From my personal experience the feelings of frustration with adults when I was a child are still vivid. I could not understand why the adults thought me incapable of learning certain subjects when I was questioning them about those concepts and thus must be interested and capable - how can you ask the question if you are not capable?


Beyond Counting

In a typical preschool class, children do very little math. They may practice counting, and occasionally look at books about numbers, but that is about it. Many classes devote mere minutes a day to math instruction or no time at all, recent studies have found — far less than most children can handle, and not nearly enough to prepare those who, deprived of math-related games at home, quickly fall behind in kindergarten.

“Once that happens, it can be very hard to catch up,” said Julie Sarama, a researcher in the graduate school of education at the University at Buffalo who, with her colleague and husband, Doug Clements, a professor in the same department, developed a program called Building Blocks to enrich early math education.

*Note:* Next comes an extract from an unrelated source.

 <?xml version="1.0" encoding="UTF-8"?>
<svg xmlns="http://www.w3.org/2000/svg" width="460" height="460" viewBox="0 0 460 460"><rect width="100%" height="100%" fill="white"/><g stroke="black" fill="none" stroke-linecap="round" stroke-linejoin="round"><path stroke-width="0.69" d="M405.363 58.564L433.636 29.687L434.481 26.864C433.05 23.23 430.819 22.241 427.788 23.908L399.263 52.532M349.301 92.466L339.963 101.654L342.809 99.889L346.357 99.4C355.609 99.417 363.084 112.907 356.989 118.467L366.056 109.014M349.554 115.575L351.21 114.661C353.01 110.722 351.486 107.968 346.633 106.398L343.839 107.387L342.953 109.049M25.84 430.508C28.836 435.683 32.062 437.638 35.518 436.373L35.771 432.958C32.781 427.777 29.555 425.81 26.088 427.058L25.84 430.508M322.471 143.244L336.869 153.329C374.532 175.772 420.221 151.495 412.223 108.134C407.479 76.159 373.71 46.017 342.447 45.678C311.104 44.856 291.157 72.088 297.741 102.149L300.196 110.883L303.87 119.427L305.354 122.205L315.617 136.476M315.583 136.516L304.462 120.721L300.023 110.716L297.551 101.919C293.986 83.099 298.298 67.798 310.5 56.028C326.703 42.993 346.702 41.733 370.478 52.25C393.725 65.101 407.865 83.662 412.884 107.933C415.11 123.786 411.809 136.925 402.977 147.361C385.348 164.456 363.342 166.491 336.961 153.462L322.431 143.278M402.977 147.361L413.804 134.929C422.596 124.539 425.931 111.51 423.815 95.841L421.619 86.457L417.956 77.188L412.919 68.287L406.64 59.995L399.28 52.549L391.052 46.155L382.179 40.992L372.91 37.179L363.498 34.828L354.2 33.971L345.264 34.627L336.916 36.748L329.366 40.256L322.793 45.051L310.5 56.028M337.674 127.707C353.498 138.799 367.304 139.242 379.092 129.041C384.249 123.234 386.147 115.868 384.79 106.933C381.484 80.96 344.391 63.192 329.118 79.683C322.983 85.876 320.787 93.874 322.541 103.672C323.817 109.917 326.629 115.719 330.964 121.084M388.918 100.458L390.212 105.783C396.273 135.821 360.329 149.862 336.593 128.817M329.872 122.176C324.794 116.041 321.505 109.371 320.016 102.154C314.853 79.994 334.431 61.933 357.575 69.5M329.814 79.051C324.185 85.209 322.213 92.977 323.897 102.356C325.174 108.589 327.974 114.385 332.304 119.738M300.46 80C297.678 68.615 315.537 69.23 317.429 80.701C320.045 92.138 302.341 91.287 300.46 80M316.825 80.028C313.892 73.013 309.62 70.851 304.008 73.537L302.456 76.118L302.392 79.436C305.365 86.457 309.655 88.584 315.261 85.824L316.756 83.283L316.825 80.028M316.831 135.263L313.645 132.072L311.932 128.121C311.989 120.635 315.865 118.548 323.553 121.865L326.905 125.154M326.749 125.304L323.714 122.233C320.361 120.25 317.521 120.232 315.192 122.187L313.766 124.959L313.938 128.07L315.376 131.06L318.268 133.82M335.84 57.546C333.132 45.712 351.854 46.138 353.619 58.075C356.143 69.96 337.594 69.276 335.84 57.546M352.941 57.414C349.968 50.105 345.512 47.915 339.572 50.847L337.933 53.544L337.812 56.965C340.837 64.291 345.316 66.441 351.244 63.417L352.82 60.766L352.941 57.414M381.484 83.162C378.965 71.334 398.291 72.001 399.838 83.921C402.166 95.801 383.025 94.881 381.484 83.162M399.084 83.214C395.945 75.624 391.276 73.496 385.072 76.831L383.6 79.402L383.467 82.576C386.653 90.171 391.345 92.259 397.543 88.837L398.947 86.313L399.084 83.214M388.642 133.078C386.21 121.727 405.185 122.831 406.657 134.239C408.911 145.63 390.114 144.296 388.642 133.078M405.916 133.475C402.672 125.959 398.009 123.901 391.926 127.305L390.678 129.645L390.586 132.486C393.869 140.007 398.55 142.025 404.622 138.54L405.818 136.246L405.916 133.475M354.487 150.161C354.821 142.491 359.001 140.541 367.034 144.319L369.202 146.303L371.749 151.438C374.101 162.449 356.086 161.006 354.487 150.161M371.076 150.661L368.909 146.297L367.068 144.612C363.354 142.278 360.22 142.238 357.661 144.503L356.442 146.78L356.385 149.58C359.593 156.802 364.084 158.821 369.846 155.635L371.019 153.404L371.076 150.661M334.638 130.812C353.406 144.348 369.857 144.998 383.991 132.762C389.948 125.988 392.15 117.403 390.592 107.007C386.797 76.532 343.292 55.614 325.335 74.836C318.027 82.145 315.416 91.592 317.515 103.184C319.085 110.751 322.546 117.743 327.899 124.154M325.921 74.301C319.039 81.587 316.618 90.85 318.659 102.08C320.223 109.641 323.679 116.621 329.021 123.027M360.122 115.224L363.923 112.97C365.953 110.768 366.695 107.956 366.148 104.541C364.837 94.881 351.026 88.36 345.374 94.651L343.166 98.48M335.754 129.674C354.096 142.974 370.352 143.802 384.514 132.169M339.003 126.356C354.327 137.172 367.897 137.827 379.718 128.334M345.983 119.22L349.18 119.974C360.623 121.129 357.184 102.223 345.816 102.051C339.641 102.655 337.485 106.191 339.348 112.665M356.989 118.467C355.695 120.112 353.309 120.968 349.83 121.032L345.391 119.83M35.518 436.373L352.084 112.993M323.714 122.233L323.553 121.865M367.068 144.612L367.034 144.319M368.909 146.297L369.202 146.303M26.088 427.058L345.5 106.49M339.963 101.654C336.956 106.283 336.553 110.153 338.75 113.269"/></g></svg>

“They decide they’re no good at math — ‘I’m not a math person,’ they say — and pretty soon the school agrees, the parents agree,” Dr. Clements said.

“Everyone agrees.”

If a child's parents are not educated a situation arises where the child will get behind and probably never catch up. Thus ignorance perpetuates ignorance.

That brings up the question of societies responsibility to children and where to draw the line. What do we do in our own country? What is our responsibility to the world?

We see the results of ignorance and minds that never developed and thus very easily corrupted and/or mislead in the news everyday. It translates to crime and terrorists and fundamentalist and closed-minded attitudes in our country and around the world.

Comments

Jeff Sr said…
Interesting piece, and it is true. Which is why teachers who teach the kids in the beginning grades need to be better trained. To expand on what this author is saying, I believe our country, our system is dropping the ball on education because we are not holding everyone to a higher standard. This no child left behind (NCLB) is in no way the answer. Instead it is contributing to the problem.



Also, the kids today are unmotivated and lazy. I have always blamed the parents. But this article brings up some good points about early childhood development. I don't ever get to see this in practice. I only see the end result of it as I teach high school and get the kids after they have been screwed by the system. I still put some of the blame on the parents. It seems a lot of them are too busy or lazy to pursue what is best for their kids. You did and look at the result. It paid off, and your son is doing great. On top of all of it, parents today are not parenting their kids, rather it is the kids who run the show at home, parents and schools don't want to hold the kids accountable...It is very sick!
Sojka's Call said…
I agree with you that the parents shoulder the primary responsibility and that in most cases of developmentally challenged kids the parents were either incapable completely, were too lazy or prioritized other life activities ahead of the children.

It makes me think that when kids are about two years before entering kindergarten that the parents should have some kind of compulsory education themselves so they learn how to support their kids properly. The compulsory education could be very flexible and, of course, if someone wanted to get around it they could, but, it would at least provide a direction for parents. For instance, you could just have to show you had read some books, attended some kind of training (on-line or live), etc and be able to converse with the kindergarten teacher intelligently about what you have done. The teacher could in turn suggest other things you could do. If done in a spirit of cooperation for the benefit of the child it could be a very powerful and enriching way for a family to start their schooling experience.